I’m sorry, I know it is a very delicate subject …… I am eighteen months on from losing mum too, …. and sometimes it still feels as though it all just happened yesterday ….. :(

Whatever regrets and guilt I may have about caring over the years - I could never have suggested that my mother was left in pain at any point in her journey and certainly not at the end.

I wish you peace.

Love, Karen, x
 

Angel14

Registered User
Apr 21, 2010
9
0
Thank you

I will try to keep this brief. I just wanted to thank everyone who has contributed to this thread - I will never cease to be heartened by the 'kindness of strangers' and I can honestly say that all the comments I've received have helped me a lot.
It's not much fun being 'me' at the moment, because I have days where I wake up and can cope well with the days events, and other days where I wake with a feeling of a despair that do not lift all day. Then there are days where I think I'm coping, but become engulfed by a huge wave of grief and I'm right back where I started. I suppose I have to expect this is how it will be for me for some time, as I gradually work through this painful journey.
When I have the time (to do justice to your replies)I will try to respond to one or two of you who really "hit the nail on the head" but for now, Craig, Karen, Martina (to name a few), excuse me for not remembering everyone - thank you so much for taking the time to give me a little comfort and peace. And Craig, Good Luck to Stephanie (your partner) who is running the Marathon on Sunday for such a worthy cause - I'm sure you are very proud of her.

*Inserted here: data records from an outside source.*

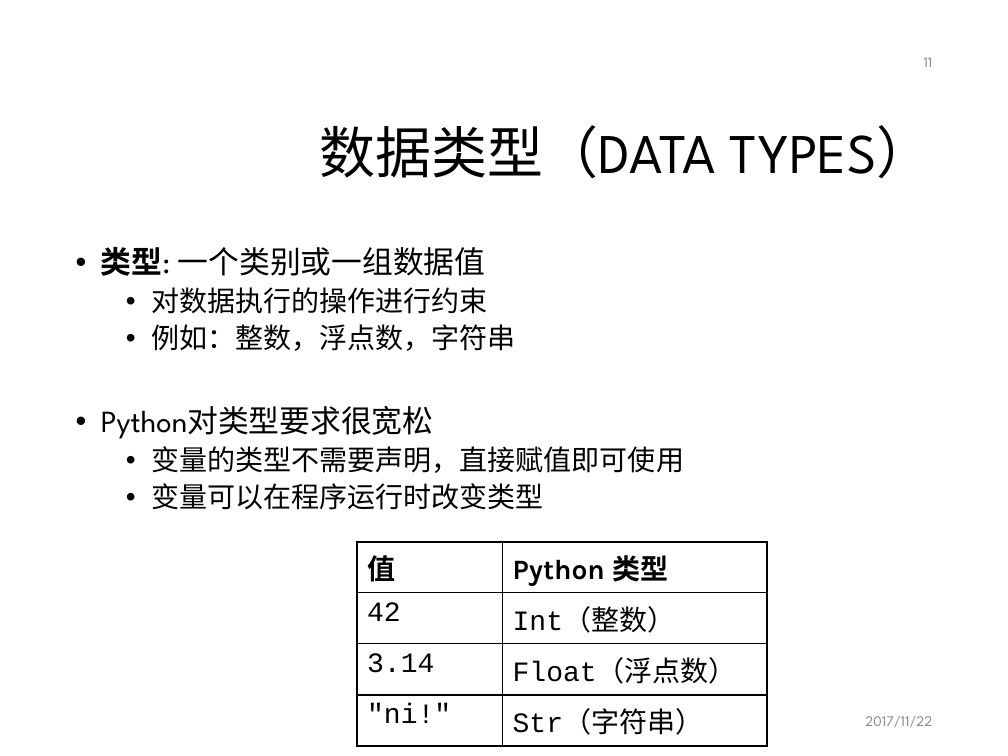
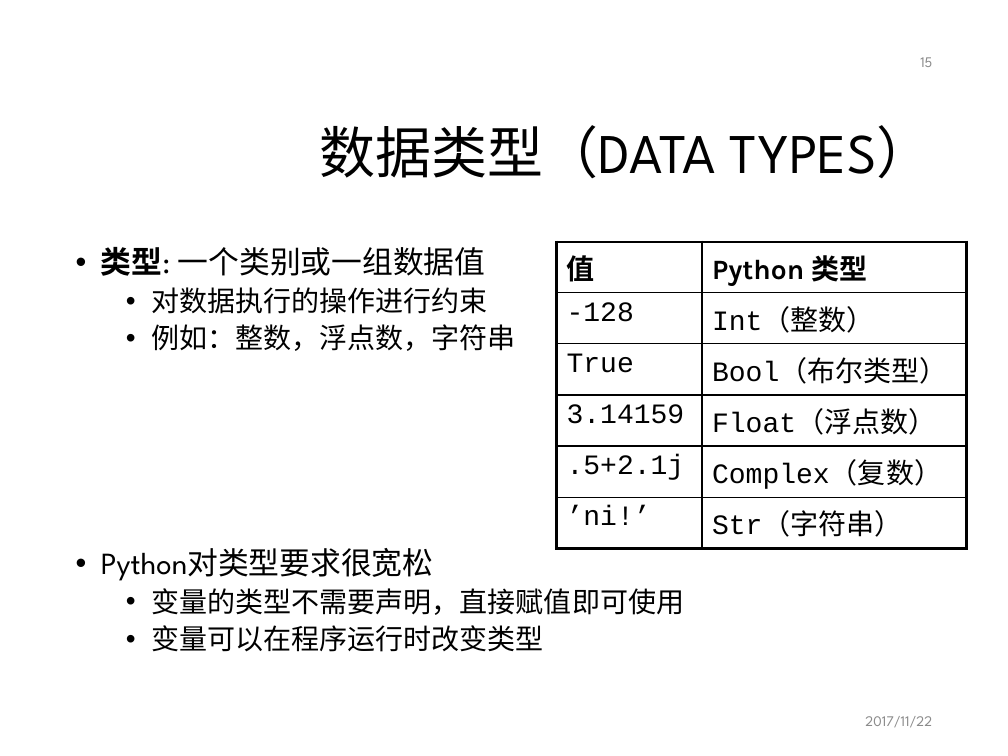
Before and after one commit to mcai/PythonTraining, a slide deck: slide 15 of intro_python_programming.pptx (slide 11 before the commit). Drawn at 1008x756 pixels with LibreOffice and Linux fonts; fonts in the diff are those of the drawing; background and template pictures are left out. Boxes give left, top, right and bottom in pixels: in the first picture for what was removed or moved away, otherwise in the second. Text is boxed around its words. In the diff, an @@ line names an element or a change of style, - is before the commit and + after.

```diff
--- a/intro_python_programming.pptx
+++ b/intro_python_programming.pptx
@@ page number at <box>920,57,932,67</box>: text changed @@
-11
+15
@@ text "类型: 一个类别或一组数据值" rewrapped from <box>101,247,684,510</box> to <box>101,247,684,652</box> @@
@@ table at <box>556,242,966,541</box> @@
-row 2: 42 | Int（整数）
-row 3: 3.14 | Float（浮点数）
-row 4: "ni!" | Str（字符串）
+row 2: -128 | Int（整数）
+row 3: True | Bool（布尔类型）
+row 4: 3.14159 | Float（浮点数）
+row 5: .5+2.1j | Complex（复数）
+row 6: ’ni!’ | Str（字符串）
@@ table: place and size @@
-table at <box>357,542,766,739</box>
+table at <box>556,242,966,541</box>
```
Also in this commit, not shown: 6 other slides changed, 9 slides added, 2 slides removed.

God Bless you all. xx
p.s I chose Angel as my IDname as that's what my Mum always called me - 'My Angel' so maybe I didn't fail her afterall....
 

kal d

Registered User
Jul 30, 2008
30
0
liverpool
my dad

Hi to you all,
I lost my dad in march this year, he had vascular dementia for about 10years, i stayed with him through out the 'dying process' it was hard and upsetting but i did not want to leave because i knew if i did even for 5 minutes he would slip away. the process lasted 4 days and nights and for me was heartbreaking as i watched him starve to death he was not in pain as they were giving him morphine through a stent, he was lying on his back in the very comfortable bed but he hated lying on his back i wanted them to turn him on his side how he liked it but they would not as a result his head was back and his mouth was wide open i just wanted to fix him and make him comfortable but i was not allowed to. on the 4 night i drifted off to sleep though sheer exhaustion not for long though as the nurse came in and woke me and told it was 'time' i held his hand as he took his last breadth. i was very sad indeed but i was relieved as well as he was at peace at last and so was i. i loved my dad very very much and miss him terribly.

i have to do it all again as my mum has Alzheimer's :(
 

Tender Face

Account Closed
Mar 14, 2006
5,379
0
NW England
Hello kal … you describe that mix of exhaustion, sadness - and even relief so beautifully.

I am so sorry for what you went through and might yet again. Please do come to TP for support ….

I’ve always found I can say things here - even around death and dying - others just wouldn’t understand.